Saved data entries
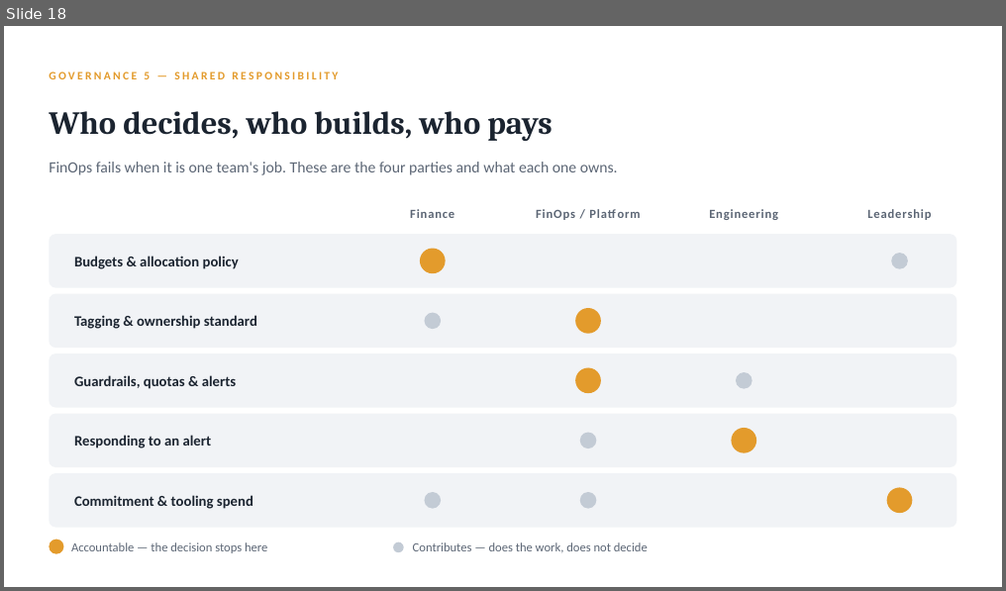
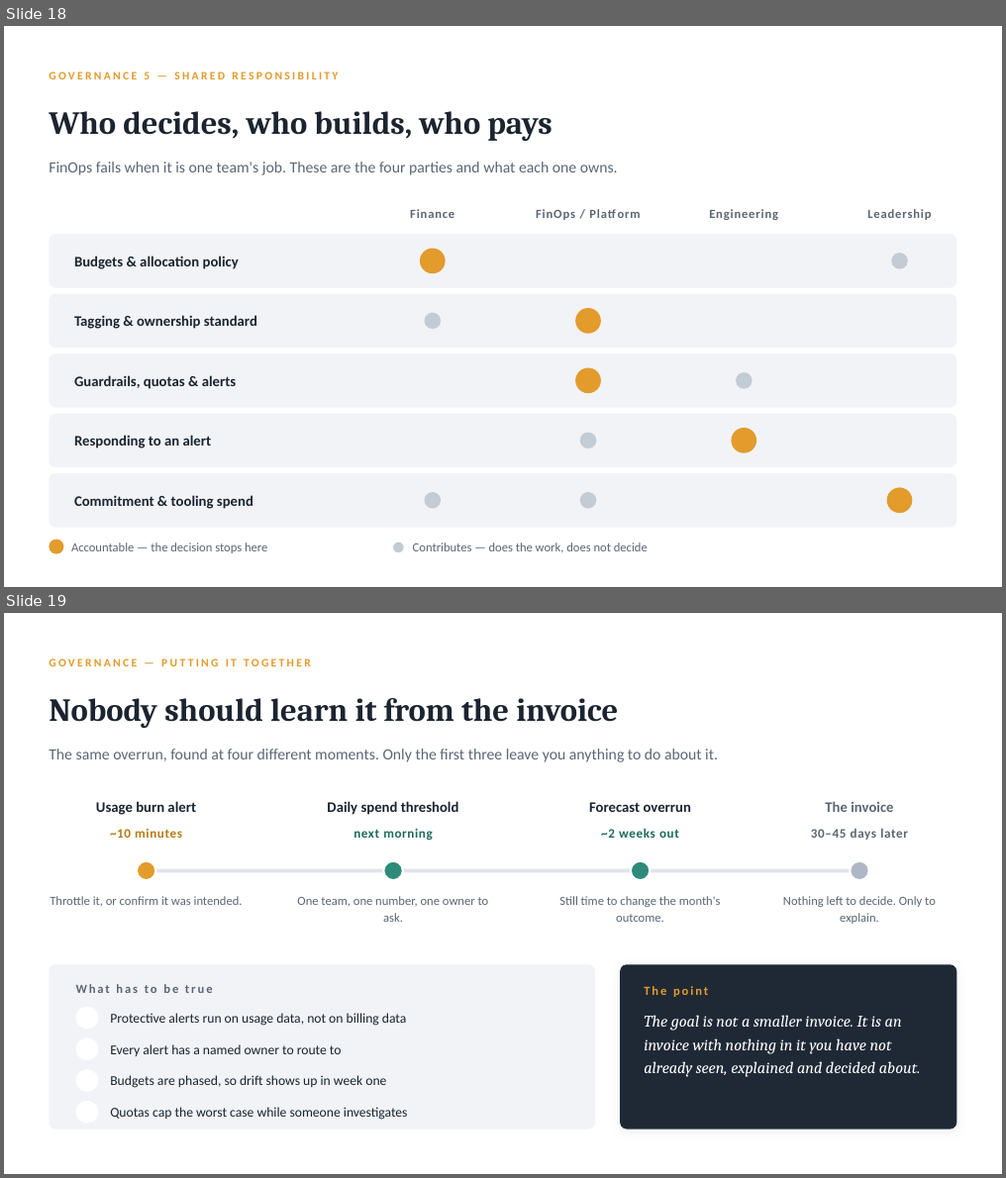
Before and after one commit to arielga5-code/Finops, a slide deck: presentations/finops-gaining-visibility-cfo.pptx. Shown one above the other, each under a label of ours: slide 18 before the commit, slides 18 and 19 after it. The pictures are 1006x591 and 1006x1178 pixels, drawn with LibreOffice and Linux fonts; fonts in the diff are those of the drawing; background and template pictures are left out. Boxes give left, top, right and bottom in pixels: in the first picture for what was removed or moved away, otherwise in the second. Text is boxed around its words. In the diff, an @@ line names an element or a change of style, - is before the commit and + after.

```diff
--- a/presentations/finops-gaining-visibility-cfo.pptx
+++ b/presentations/finops-gaining-visibility-cfo.pptx
@@ slide 19 added at [4, 613, 1002, 1174], background #FFFFFF @@
@@ text added at [49, 659, 311, 666], 11 pt, text #E39B2C, bold @@
+GOVERNANCE — PUTTING IT TOGETHER
@@ text added at [49, 698, 618, 728], 31 pt, text #1B2430, bold @@
+Nobody should learn it from the invoice
@@ text added at [49, 749, 718, 762], 15 pt, text #5C6675 @@
+The same overrun, found at four different moments. Only the first three leave you anything to do about it.
@@ text added at [96, 801, 196, 815], 14 pt, text #1B2430, bold @@
+Usage burn alert
@@ text added at [327, 801, 459, 815], 14 pt, text #1B2430, bold @@
+Daily spend threshold
@@ text added at [589, 802, 691, 812], 14 pt, text #1B2430, bold @@
+Forecast overrun
@@ text added at [825, 801, 893, 812], 14 pt, text #5C6675, bold @@
+The invoice
@@ text added at [110, 829, 182, 838], 12.5 pt, text #B87B18, bold @@
+~10 minutes
@@ text added at [353, 829, 433, 841], 12.5 pt, text #1F6B5C, bold @@
+next morning
@@ text added at [601, 828, 679, 838], 12.5 pt, text #1F6B5C, bold @@
+~2 weeks out
@@ text added at [811, 829, 908, 840], 12.5 pt, text #5C6675, bold @@
+30–45 days later
@@ ellipse added at [137, 861, 156, 880], fill #E39B2C, outline #FFFFFF 2 pt @@
@@ rounded rectangle added at [147, 869, 859, 872], fill #DFE4EA @@
@@ ellipse added at [383, 861, 403, 880], fill #2E8B7A, outline #FFFFFF 2 pt @@
@@ ellipse added at [631, 861, 650, 880], fill #2E8B7A, outline #FFFFFF 2 pt @@
@@ ellipse added at [849, 861, 869, 880], fill #AEB8C4, outline #FFFFFF 2 pt @@
@@ text added at [50, 896, 243, 906], 12 pt, text #5C6675 @@
+Throttle it, or confirm it was intended.
@@ text added at [297, 896, 489, 922], 12 pt, text #5C6675 @@
+One team, one number, one owner to ask.
@@ text added at [559, 896, 721, 922], 12 pt, text #5C6675 @@
+Still time to change the month's outcome.
@@ text added at [783, 896, 936, 924], 12 pt, text #5C6675 @@
+Nothing left to decide. Only to explain.
@@ rounded rectangle added at [49, 964, 595, 1130], fill #F1F3F6 @@
@@ rounded rectangle added at [620, 964, 957, 1130], fill #1F2936 @@
@@ text added at [76, 984, 213, 993], 12 pt, text #5C6675, bold @@
+What has to be true
@@ text added at [644, 986, 708, 997], 12 pt, text #E39B2C, bold @@
+The point
@@ ellipse added at [76, 1007, 98, 1029], fill #FFFFFF @@
@@ text added at [110, 1013, 406, 1026], 13 pt, text #1B2430 @@
+Protective alerts run on usage data, not on billing data
@@ text added at [644, 1015, 921, 1077], 15.5 pt, text #FFFFFF, italic @@
+The goal is not a smaller invoice. It is an invoice with nothing in it you have not already seen, explained and decided about.
@@ ellipse added at [76, 1039, 98, 1060], fill #FFFFFF @@
@@ text added at [110, 1045, 342, 1057], 13 pt, text #1B2430 @@
+Every alert has a named owner to route to
@@ ellipse added at [76, 1069, 98, 1092], fill #FFFFFF @@
@@ text added at [110, 1075, 386, 1088], 13 pt, text #1B2430 @@
+Budgets are phased, so drift shows up in week one
@@ ellipse added at [76, 1101, 98, 1124], fill #FFFFFF @@
@@ text added at [110, 1107, 408, 1120], 13 pt, text #1B2430 @@
+Quotas cap the worst case while someone investigates
```
Also in this commit, not shown: 9 other files.

→ **What this task involves**
Find every line of the data that includes the string "slide". Copy each of those lines.

→ **Written response**
Before and after one commit to arielga5-code/Finops, a slide deck: presentations/finops-gaining-visibility-cfo.pptx. Shown one above the other, each under a label of ours: slide 18 before the commit, slides 18 and 19 after it. The pictures are 1006x591 and 1006x1178 pixels, drawn with LibreOffice and Linux fonts; fonts in the diff are those of the drawing; background and template pictures are left out. Boxes give left, top, right and bottom in pixels: in the first picture for what was removed or moved away, otherwise in the second. Text is boxed around its words. In the diff, an @@ line names an element or a change of style, - is before the commit and + after.
@@ slide 19 added at [4, 613, 1002, 1174], background #FFFFFF @@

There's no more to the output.